Regularising prior on sd for ordinal regression

I’m running an ordinal probit regression, in which respondents rate several ideas regarding how important they think they are. There are about 10-15 things being rated, and so I want to reduce the chance of just observing false positives when making comparisons between the importance ratings given to these different items. I think a decent way of doing this would be to not set the item they are responding to as a fixed effect of each item, which would be like this:

importance ~ 1 + item + (1 | respondent)

But rather as a deviation from the average importance ratings, so as in a hierarchical model:

importance ~ 1 + (1 | item) + (1 | respondent)

In this way, as far as I understand it, if there is not so much information to inform where responses to a specific item should sit, they will be shrunk towards the global mean of the items. Firstly, is that a correct understanding of how this would work in principle? We actually have a couple of thousand respondents so I suspect there will not be much shrinkage.

The second consideration is the prior to set on the sd for this parameter. In some typical examples of ML models, I’ve seen people suggesting exp(1), but I think this implies a very large amount of variation is expected a priori between the items - especially as the response is measured on the probit scale, so +/-1 is a full standard deviation difference. I thought instead it might be good to test out a tighter prior for the sd components such as exp(10), which restrains the range of values initially entertained quite substantially:

Does this seem appropriate as a general approach?

In addition, would you expect there to be much shrinkage if there are a couple thousand observations per item, and all the items have the same number of observations? I ask because in doing some testing with different priors, I have to say there seems to be essentially no shrinkage occurring, but surprisingly this is the case even when I reduce the n per item to quite small numbers like 20 or 50, unless using really extreme priors like exp(100), which does not seem a reasonable prior in terms of actual prior expectations

1 Like

Yes, that makes sense. I don’t know how you could treat this as a fixed effect if item is the item’s identifier. If there’s some value for items rather than just idenifiers, then it won’t make sense as a random effect.

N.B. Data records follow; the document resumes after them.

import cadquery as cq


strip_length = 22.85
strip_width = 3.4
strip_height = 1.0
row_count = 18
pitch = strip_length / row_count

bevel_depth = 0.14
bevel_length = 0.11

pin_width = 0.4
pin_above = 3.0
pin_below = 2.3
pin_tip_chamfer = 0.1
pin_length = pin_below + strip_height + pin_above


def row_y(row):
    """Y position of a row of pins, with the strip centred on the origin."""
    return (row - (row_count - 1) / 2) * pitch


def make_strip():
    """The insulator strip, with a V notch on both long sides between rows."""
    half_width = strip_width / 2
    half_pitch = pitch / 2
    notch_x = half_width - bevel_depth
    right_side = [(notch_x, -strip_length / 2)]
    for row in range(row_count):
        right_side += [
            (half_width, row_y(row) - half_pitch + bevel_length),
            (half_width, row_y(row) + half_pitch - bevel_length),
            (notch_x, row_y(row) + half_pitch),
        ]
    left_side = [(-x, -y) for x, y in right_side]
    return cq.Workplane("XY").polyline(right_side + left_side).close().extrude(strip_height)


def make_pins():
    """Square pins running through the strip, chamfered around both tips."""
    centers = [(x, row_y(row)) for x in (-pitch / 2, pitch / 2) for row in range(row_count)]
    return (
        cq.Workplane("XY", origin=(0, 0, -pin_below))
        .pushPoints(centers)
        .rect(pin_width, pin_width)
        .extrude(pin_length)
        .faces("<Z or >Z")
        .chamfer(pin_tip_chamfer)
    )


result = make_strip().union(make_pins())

Regularization toward population mean (presumably not just straight shrinkage toward zero) will depend not on how many respondents, but on how much data informs each one and how tight of a distribution they are consistent with (and to some extent, the hyperprior). . If there are a lot of respondents with very little data each, but they all come from a common distribution, you will see a lot of shrinkage. For instance, simulate from binomial(K, theta[j]) for K = 10 and j in 1:1000 and you’ll see a huge amount of shrinkage.

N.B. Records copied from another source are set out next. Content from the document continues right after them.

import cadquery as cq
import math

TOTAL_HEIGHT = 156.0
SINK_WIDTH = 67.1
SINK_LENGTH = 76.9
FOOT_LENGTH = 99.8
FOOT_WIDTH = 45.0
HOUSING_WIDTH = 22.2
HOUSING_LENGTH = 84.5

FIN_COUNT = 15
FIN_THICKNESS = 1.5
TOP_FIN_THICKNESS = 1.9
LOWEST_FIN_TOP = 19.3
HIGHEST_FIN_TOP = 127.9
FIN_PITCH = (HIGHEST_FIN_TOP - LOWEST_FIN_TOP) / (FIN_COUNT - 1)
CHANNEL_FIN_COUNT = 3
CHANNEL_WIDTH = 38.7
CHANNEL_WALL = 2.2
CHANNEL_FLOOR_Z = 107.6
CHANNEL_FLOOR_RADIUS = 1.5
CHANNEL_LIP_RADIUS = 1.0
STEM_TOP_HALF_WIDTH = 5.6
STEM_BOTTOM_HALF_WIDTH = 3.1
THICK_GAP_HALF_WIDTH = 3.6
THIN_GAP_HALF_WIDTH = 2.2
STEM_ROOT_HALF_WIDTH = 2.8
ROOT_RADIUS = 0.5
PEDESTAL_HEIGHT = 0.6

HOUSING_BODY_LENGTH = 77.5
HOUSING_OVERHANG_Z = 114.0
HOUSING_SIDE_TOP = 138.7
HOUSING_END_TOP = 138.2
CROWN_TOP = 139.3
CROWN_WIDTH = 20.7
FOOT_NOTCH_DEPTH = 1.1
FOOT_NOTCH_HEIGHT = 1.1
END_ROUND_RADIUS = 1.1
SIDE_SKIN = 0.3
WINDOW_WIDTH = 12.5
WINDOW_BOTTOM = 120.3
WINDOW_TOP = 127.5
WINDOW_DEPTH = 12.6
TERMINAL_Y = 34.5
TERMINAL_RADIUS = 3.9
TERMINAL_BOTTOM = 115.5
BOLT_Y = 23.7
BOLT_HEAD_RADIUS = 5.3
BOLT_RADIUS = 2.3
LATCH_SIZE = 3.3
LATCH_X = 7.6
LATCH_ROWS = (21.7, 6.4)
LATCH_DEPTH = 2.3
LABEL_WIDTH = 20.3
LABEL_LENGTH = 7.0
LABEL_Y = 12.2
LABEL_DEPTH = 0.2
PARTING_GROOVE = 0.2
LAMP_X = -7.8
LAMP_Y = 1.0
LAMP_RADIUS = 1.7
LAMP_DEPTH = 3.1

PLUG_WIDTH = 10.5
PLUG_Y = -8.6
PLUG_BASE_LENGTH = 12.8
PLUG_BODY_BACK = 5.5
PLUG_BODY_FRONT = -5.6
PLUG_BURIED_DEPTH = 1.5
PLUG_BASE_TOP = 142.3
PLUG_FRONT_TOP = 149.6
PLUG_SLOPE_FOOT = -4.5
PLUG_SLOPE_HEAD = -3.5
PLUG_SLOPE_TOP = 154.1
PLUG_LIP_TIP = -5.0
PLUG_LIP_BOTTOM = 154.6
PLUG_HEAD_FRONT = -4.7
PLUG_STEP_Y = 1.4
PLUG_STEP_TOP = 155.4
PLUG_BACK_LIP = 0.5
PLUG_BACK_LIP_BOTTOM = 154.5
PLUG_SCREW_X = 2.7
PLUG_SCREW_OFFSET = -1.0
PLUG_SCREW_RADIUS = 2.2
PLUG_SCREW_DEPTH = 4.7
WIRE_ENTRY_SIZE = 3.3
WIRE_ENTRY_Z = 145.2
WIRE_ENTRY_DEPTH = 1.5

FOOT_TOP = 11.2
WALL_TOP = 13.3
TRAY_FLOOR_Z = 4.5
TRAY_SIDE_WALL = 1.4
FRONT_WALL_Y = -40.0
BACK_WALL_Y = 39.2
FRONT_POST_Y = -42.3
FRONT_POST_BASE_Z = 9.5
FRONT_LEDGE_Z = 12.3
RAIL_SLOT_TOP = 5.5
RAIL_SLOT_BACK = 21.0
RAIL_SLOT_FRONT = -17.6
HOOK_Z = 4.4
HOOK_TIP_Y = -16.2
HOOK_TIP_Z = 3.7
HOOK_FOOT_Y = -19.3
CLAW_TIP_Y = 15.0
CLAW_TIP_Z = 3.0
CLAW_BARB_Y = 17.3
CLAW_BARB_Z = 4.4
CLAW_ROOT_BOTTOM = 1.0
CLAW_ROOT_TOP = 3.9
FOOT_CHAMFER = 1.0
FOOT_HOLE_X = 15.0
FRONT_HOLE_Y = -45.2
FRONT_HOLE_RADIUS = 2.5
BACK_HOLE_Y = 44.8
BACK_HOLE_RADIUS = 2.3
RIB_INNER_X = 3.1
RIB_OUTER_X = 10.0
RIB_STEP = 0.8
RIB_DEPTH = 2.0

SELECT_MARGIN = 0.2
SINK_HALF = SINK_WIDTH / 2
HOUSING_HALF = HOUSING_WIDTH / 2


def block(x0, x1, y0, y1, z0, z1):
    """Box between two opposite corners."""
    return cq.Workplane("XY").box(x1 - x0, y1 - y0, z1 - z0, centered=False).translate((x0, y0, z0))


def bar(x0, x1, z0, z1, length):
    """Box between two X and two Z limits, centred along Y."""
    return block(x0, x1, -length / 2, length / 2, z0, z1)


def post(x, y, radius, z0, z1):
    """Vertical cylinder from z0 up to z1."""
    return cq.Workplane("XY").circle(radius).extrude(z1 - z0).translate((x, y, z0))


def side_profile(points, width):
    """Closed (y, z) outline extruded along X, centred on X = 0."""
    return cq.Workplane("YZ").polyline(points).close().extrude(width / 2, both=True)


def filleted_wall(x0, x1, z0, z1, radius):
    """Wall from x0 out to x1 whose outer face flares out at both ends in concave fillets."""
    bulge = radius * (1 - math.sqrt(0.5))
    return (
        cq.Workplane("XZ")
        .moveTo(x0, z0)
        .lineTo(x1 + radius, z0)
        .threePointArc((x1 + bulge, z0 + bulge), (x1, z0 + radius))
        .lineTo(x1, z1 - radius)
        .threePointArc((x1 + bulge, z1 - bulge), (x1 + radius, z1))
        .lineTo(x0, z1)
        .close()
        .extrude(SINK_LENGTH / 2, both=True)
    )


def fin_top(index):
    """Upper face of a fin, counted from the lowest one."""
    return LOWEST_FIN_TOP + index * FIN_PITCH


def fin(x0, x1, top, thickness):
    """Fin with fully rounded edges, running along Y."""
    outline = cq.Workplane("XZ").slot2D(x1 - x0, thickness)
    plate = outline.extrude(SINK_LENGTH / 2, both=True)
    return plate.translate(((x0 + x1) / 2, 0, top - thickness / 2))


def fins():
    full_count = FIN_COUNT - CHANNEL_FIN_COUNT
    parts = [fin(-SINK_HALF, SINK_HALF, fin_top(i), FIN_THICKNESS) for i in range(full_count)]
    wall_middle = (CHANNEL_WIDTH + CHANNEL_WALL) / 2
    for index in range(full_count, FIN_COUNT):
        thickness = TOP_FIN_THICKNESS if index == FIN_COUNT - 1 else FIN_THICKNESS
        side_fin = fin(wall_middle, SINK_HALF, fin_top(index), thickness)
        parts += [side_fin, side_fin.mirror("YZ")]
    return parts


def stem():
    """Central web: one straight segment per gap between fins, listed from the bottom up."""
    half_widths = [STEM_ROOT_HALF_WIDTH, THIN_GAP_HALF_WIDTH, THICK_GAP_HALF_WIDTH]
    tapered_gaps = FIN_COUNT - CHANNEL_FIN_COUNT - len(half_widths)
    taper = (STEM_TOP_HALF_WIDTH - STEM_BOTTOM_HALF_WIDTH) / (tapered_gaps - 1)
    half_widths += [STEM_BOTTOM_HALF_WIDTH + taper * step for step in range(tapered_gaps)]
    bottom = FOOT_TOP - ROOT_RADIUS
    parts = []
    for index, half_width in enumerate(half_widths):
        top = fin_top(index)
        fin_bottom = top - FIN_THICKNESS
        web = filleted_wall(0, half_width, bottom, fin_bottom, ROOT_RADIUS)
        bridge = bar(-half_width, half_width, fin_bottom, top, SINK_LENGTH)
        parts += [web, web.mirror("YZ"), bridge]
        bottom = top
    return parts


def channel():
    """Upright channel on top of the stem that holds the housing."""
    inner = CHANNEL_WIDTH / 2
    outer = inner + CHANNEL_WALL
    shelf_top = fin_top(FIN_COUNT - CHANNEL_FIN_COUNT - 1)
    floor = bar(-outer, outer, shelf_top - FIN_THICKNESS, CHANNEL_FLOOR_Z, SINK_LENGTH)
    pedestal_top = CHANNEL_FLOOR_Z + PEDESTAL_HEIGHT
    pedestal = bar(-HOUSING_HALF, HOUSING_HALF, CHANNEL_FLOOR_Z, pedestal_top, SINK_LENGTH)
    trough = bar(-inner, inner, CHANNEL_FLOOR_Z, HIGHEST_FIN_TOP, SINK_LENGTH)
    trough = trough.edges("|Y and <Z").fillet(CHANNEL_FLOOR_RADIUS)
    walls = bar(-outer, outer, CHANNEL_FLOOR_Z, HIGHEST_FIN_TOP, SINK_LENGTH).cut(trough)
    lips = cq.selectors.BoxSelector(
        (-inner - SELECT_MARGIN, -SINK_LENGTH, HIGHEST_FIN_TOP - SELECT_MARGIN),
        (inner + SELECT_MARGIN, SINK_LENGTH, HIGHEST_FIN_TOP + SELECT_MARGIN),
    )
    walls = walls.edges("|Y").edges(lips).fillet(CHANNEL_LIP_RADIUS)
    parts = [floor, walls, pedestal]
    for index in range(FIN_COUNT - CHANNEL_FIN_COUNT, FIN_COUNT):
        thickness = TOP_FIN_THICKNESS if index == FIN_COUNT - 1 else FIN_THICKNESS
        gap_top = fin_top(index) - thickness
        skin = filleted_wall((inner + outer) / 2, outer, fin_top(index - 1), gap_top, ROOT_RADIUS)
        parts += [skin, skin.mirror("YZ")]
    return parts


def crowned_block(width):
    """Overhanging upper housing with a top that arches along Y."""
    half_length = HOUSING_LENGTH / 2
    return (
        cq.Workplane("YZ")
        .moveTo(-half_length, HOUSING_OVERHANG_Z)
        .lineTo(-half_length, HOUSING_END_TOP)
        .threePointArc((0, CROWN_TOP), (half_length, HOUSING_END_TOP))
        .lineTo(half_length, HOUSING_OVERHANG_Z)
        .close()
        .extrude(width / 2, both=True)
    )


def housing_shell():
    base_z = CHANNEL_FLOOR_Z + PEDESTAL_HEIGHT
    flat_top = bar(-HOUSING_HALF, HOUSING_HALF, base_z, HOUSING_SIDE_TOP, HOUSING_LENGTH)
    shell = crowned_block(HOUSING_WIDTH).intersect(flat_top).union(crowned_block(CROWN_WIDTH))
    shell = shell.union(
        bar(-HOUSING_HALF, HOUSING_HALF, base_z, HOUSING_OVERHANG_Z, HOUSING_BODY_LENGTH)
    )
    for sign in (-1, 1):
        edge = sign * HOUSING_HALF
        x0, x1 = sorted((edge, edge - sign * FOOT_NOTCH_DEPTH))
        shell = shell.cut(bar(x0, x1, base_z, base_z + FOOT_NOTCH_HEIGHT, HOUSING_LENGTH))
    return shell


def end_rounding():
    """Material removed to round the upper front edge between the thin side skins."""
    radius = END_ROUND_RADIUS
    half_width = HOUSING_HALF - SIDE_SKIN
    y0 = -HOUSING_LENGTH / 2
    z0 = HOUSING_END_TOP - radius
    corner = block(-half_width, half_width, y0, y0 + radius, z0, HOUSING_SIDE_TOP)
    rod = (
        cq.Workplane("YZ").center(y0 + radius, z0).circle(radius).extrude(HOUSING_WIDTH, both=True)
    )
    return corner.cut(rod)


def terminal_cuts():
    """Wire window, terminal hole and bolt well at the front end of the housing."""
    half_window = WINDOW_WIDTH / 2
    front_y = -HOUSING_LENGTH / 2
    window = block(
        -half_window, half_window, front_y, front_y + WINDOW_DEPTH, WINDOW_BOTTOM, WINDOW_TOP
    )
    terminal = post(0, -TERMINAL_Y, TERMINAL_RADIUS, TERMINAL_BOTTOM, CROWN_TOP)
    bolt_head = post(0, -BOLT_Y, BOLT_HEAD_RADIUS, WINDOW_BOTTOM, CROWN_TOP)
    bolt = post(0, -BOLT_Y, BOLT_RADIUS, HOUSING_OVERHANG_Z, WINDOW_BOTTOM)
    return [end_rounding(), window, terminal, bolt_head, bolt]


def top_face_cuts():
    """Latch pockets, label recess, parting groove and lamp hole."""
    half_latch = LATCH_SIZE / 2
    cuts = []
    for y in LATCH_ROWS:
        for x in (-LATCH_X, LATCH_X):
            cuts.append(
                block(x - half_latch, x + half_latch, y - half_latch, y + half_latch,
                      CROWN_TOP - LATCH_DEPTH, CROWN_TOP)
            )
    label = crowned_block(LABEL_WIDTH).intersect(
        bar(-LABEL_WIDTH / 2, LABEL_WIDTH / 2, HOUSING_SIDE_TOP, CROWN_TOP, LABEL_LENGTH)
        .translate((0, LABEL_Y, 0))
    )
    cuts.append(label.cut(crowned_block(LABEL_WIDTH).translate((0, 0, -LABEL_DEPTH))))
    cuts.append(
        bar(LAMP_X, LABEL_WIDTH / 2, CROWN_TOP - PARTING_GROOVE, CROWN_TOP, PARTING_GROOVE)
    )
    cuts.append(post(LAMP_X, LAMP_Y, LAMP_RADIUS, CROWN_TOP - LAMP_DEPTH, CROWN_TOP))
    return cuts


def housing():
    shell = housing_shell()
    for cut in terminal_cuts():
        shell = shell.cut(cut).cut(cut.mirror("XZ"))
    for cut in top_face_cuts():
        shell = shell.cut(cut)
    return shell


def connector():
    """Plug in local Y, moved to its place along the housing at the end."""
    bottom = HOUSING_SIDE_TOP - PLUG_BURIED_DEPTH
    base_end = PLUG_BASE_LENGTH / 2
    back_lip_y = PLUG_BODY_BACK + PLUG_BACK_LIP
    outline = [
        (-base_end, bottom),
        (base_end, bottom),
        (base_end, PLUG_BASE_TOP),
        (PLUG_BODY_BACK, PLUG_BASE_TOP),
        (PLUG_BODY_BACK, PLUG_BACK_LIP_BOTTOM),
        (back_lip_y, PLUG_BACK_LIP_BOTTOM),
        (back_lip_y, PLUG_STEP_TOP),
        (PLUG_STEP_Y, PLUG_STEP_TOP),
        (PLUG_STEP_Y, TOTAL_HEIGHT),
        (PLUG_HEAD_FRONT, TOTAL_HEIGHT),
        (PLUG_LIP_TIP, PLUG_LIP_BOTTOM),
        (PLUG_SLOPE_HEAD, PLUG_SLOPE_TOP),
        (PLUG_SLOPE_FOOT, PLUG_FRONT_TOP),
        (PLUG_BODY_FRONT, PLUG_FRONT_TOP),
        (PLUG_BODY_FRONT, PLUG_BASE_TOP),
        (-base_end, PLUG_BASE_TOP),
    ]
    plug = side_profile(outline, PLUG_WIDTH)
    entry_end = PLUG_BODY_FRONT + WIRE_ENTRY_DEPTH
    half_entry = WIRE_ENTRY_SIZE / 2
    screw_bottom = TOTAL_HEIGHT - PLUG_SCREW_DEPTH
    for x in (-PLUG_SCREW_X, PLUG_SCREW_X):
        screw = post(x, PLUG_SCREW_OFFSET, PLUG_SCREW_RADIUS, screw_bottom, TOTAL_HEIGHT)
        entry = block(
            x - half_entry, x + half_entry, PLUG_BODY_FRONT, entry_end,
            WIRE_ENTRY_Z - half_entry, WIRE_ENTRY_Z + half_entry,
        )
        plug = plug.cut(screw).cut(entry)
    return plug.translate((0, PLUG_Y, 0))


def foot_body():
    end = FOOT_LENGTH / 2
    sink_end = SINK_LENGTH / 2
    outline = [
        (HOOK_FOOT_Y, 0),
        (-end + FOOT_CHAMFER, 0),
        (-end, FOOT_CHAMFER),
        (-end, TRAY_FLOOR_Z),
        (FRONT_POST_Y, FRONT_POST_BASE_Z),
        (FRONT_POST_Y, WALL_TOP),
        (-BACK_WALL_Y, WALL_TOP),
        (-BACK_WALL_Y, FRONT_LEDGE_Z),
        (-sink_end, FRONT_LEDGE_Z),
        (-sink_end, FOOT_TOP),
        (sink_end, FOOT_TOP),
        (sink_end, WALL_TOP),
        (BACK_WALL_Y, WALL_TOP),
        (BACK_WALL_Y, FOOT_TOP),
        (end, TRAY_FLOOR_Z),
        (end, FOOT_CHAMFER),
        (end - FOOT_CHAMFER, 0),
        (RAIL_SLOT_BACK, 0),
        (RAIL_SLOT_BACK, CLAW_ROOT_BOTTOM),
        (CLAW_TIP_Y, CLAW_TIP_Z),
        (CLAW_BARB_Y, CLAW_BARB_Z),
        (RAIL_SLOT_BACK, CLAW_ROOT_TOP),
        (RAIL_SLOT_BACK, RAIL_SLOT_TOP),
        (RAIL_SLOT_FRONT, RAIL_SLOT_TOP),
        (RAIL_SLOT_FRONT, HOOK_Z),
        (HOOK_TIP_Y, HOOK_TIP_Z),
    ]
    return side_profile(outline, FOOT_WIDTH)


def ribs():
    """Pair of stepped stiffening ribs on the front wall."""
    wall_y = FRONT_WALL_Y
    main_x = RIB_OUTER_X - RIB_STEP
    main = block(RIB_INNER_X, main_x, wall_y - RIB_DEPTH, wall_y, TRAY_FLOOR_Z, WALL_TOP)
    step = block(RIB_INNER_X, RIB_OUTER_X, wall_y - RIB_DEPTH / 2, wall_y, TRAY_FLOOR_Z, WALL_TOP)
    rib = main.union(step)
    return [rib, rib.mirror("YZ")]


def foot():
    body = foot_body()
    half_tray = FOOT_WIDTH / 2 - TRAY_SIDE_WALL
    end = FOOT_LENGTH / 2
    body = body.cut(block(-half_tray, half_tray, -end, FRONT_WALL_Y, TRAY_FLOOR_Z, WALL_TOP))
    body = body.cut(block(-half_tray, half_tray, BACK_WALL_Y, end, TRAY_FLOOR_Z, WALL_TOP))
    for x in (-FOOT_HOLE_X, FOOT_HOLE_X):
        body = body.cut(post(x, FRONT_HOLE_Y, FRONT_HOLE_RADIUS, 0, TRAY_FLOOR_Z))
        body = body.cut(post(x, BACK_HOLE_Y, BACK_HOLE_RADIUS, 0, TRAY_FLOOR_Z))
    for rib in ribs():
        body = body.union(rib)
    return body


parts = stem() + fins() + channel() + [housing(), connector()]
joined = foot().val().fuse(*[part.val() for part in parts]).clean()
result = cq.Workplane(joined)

You mean you are going to take

beta_item[k] ~ normal(0, sigma)

and you want suggestions for a prior on sigma? That should depend on what you know about the item variation ahead of time. Usually if the number of k is large, the posterior won’t be very sensitive to the prior as long as it’s consistent with the prior. But the only way to test this is trying different priors and seeing what their effect is. I didn’t understand what sd(10) meant as a suggested prior or what you were plotting.

The other question is whether to take something like half normal, which is consistent with zero (full pooling) or something like lognormal, which isn’t consistent with zero.

You’ll find logit a lot more efficient computationally. We even have an ordinal-login built in.

Thanks @Bob_Carpenter for your thoughts and the detail you’ve gone into.

I didn’t understand what sd(10) meant as a suggested prior or what you were plotting.

Apologies this was a typo, where I wrote “sd(10)” I meant “exp(10)” as a prior on the standard deviation of the individual items around the mean of the items. A typical prior on this hyper-parameter that I’ve seen is exp(1) but I thought it could make sense to make it more tightly bound around 0 such that, a priori, it is assumed that there is not a huge amount of variation among the items - that is what I was hoping to show with the plot I presented.

I think I wold be quite happy to allow a prior that is consistent with 0 such as the half-normal. Is it correct that if I just set the prior as normal, it is constrained to be half-normal anyway if it’s on an sd parameter, because the sd can’t be less than 0 anyway?

You’ll find logit a lot more efficient computationally.

Thanks for pointing this out. I will test it with a logit model - if it is not very significantly faster or produces much more ESS then I might stick with probit because I find thinking in that transformation much more intuitive than the logit!